──────── Data shown ────────
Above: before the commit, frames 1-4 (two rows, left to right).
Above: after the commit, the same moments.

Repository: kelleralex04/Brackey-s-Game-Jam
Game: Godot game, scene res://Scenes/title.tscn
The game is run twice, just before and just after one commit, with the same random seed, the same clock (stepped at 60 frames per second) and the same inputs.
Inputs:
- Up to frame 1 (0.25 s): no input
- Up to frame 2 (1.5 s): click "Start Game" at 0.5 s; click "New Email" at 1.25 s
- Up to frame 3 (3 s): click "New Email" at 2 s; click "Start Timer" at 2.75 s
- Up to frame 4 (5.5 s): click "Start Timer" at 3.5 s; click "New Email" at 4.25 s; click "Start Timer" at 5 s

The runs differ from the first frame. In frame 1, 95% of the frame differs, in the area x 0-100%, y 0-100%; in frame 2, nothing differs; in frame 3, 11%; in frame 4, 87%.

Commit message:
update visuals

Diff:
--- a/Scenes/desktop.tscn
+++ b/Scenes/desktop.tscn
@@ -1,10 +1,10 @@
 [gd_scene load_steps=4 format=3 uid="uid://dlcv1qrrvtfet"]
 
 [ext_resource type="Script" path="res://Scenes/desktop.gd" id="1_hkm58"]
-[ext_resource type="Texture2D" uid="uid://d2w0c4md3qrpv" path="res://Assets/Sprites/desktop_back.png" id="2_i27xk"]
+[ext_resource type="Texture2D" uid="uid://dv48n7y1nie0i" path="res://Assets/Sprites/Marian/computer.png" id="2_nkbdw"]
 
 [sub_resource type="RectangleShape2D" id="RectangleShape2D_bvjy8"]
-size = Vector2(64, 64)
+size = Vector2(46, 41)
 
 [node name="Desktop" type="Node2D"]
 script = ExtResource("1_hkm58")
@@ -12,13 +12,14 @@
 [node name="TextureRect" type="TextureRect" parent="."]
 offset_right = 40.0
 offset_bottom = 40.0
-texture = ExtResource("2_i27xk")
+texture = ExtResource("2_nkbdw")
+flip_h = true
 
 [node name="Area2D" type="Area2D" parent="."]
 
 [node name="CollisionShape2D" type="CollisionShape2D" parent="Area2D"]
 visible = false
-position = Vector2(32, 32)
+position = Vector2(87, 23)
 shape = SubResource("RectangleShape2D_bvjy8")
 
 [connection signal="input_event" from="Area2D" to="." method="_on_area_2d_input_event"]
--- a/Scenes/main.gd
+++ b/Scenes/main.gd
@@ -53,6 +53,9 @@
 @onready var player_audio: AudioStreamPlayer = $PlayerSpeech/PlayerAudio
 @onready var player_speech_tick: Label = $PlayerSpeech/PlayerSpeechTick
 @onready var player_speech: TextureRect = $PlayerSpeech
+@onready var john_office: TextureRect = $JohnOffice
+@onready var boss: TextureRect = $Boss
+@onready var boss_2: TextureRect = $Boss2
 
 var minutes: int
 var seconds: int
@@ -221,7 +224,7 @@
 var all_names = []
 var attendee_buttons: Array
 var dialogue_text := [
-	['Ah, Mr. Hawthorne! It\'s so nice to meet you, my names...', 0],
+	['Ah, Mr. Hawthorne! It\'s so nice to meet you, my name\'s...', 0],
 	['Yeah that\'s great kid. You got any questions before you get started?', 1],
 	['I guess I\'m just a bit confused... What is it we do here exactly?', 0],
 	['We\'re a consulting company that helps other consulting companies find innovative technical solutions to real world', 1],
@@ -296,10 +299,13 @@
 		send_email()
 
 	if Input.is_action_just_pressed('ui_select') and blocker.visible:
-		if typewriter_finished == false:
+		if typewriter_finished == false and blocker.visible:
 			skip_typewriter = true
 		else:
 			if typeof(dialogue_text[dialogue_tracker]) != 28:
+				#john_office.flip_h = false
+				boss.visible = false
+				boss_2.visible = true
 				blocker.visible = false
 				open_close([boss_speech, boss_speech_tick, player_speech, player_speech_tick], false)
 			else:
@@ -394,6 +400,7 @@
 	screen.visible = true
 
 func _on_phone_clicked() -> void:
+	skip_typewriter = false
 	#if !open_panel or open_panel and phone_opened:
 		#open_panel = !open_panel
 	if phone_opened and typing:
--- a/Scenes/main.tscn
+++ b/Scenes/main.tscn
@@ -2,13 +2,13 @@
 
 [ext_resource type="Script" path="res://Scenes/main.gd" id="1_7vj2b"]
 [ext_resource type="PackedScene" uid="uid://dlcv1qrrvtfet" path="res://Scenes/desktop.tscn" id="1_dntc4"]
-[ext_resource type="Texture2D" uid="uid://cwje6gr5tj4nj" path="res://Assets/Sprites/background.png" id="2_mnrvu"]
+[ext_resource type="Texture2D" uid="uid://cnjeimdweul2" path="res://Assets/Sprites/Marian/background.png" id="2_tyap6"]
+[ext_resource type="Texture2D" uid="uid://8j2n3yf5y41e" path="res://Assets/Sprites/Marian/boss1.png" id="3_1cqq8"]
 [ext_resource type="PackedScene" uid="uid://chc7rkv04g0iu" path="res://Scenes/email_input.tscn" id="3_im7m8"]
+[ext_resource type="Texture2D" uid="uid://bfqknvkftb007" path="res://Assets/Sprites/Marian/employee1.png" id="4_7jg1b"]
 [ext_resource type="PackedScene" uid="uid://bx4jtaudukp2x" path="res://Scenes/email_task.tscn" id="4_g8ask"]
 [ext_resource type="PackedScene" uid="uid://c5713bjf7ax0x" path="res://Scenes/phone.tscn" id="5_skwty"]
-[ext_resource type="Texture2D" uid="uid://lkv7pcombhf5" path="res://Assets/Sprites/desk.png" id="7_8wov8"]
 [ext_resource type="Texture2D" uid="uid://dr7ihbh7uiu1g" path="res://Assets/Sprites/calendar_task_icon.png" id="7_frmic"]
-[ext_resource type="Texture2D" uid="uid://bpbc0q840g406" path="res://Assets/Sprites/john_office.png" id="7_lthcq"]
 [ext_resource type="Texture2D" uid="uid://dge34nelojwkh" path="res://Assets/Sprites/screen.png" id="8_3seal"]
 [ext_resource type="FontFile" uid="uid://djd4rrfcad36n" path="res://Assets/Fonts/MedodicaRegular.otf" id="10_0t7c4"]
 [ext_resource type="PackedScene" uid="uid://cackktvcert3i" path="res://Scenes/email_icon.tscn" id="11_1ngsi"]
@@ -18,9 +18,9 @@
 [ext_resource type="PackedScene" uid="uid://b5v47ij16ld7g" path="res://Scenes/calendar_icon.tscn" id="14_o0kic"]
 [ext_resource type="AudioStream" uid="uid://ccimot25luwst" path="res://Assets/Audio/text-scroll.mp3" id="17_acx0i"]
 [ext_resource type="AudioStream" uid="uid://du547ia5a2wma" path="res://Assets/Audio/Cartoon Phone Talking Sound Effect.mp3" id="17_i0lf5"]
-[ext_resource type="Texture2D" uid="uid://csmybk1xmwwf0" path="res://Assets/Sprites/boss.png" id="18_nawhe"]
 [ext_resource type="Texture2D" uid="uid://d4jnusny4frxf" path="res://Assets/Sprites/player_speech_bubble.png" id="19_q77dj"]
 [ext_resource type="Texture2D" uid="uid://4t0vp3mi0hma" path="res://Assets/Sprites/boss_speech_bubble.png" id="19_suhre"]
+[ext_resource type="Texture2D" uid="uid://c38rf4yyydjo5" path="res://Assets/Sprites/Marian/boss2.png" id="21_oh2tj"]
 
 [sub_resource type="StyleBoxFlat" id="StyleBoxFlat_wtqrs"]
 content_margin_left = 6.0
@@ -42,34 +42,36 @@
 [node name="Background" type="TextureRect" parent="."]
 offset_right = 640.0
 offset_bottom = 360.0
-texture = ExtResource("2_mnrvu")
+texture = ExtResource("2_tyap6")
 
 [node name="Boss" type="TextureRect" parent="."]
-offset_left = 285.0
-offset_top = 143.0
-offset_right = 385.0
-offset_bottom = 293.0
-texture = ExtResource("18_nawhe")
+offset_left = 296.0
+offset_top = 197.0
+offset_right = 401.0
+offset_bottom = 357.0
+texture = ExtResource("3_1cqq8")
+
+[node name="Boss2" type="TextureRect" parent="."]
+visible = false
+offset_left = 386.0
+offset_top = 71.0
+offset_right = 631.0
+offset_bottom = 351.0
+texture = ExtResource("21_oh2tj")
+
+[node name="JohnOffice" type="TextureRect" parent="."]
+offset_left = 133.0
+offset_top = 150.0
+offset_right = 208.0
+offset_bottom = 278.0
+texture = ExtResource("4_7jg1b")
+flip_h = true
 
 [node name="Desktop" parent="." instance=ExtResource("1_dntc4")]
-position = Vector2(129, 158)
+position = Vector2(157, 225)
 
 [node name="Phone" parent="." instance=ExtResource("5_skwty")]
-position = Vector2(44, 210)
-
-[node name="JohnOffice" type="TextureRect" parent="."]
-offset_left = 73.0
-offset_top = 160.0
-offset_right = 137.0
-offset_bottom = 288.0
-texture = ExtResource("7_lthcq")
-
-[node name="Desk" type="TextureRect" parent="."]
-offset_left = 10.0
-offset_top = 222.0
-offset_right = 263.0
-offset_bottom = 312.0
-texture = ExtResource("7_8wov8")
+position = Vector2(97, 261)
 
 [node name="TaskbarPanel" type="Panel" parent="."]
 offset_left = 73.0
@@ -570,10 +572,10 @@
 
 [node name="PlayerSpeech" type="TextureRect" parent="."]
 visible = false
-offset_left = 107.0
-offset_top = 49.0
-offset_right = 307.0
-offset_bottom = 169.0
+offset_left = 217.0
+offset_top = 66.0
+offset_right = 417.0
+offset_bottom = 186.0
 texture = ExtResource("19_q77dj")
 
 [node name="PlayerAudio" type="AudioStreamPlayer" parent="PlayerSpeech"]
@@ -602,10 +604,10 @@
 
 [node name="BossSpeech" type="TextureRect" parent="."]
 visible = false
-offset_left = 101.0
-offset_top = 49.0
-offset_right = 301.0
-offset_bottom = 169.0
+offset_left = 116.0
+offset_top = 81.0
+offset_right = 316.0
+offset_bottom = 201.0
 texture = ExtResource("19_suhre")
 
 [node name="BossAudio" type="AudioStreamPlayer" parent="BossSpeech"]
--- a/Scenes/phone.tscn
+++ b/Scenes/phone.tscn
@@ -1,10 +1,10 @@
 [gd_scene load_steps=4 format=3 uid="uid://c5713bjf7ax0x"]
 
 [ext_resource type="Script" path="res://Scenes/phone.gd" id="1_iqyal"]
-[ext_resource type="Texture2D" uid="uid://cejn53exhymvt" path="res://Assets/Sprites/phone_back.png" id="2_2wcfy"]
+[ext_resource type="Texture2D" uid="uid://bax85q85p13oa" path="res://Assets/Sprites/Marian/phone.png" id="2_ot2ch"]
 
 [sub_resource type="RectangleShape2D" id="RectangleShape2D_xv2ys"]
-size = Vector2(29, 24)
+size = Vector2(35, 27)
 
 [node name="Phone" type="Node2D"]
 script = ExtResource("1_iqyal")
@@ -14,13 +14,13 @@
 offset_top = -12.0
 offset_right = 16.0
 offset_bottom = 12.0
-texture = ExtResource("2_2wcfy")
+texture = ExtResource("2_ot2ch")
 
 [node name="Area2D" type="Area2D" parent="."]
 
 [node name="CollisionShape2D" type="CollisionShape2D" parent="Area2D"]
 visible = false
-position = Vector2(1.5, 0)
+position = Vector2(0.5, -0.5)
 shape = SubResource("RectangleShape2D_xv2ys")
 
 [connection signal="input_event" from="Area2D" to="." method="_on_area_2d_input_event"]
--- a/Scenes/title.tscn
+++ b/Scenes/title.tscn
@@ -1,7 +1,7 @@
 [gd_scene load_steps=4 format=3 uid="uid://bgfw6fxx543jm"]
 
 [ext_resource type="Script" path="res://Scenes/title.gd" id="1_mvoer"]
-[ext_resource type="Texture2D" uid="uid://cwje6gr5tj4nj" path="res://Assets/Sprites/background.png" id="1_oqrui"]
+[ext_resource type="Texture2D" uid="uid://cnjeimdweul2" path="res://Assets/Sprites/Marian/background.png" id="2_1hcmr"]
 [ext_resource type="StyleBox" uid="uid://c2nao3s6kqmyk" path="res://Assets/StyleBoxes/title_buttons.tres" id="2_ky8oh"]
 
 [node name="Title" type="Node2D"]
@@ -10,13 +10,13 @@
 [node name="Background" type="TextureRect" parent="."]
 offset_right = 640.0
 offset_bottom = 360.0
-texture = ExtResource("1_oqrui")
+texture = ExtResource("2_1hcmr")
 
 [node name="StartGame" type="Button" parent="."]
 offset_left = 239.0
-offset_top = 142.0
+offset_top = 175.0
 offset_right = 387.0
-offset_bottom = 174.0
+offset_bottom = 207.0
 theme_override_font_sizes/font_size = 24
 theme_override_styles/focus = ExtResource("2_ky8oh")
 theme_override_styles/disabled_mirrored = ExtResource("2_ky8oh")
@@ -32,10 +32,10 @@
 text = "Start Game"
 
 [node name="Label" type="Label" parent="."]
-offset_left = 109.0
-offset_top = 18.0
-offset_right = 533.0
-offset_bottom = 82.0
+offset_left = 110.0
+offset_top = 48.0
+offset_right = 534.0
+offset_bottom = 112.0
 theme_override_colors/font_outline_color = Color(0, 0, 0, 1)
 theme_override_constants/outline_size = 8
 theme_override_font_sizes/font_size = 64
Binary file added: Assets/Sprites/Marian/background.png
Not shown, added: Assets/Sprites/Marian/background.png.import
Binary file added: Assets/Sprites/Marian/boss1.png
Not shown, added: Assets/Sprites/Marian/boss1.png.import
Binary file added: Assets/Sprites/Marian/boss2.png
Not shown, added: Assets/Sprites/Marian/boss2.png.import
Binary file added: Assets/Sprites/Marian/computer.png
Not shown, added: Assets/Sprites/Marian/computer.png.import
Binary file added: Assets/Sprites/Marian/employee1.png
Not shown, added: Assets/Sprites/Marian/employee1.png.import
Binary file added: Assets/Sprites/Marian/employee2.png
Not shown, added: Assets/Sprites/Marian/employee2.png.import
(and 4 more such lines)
────────
Task directions: Up to and including the line with "- Up to frame 2", output each line of the entries above exactly, starting from the first.

Answer below:
Above: before the commit, frames 1-4 (two rows, left to right).
Above: after the commit, the same moments.

Repository: kelleralex04/Brackey-s-Game-Jam
Game: Godot game, scene res://Scenes/title.tscn
The game is run twice, just before and just after one commit, with the same random seed, the same clock (stepped at 60 frames per second) and the same inputs.
Inputs:
- Up to frame 1 (0.25 s): no input
- Up to frame 2 (1.5 s): click "Start Game" at 0.5 s; click "New Email" at 1.25 s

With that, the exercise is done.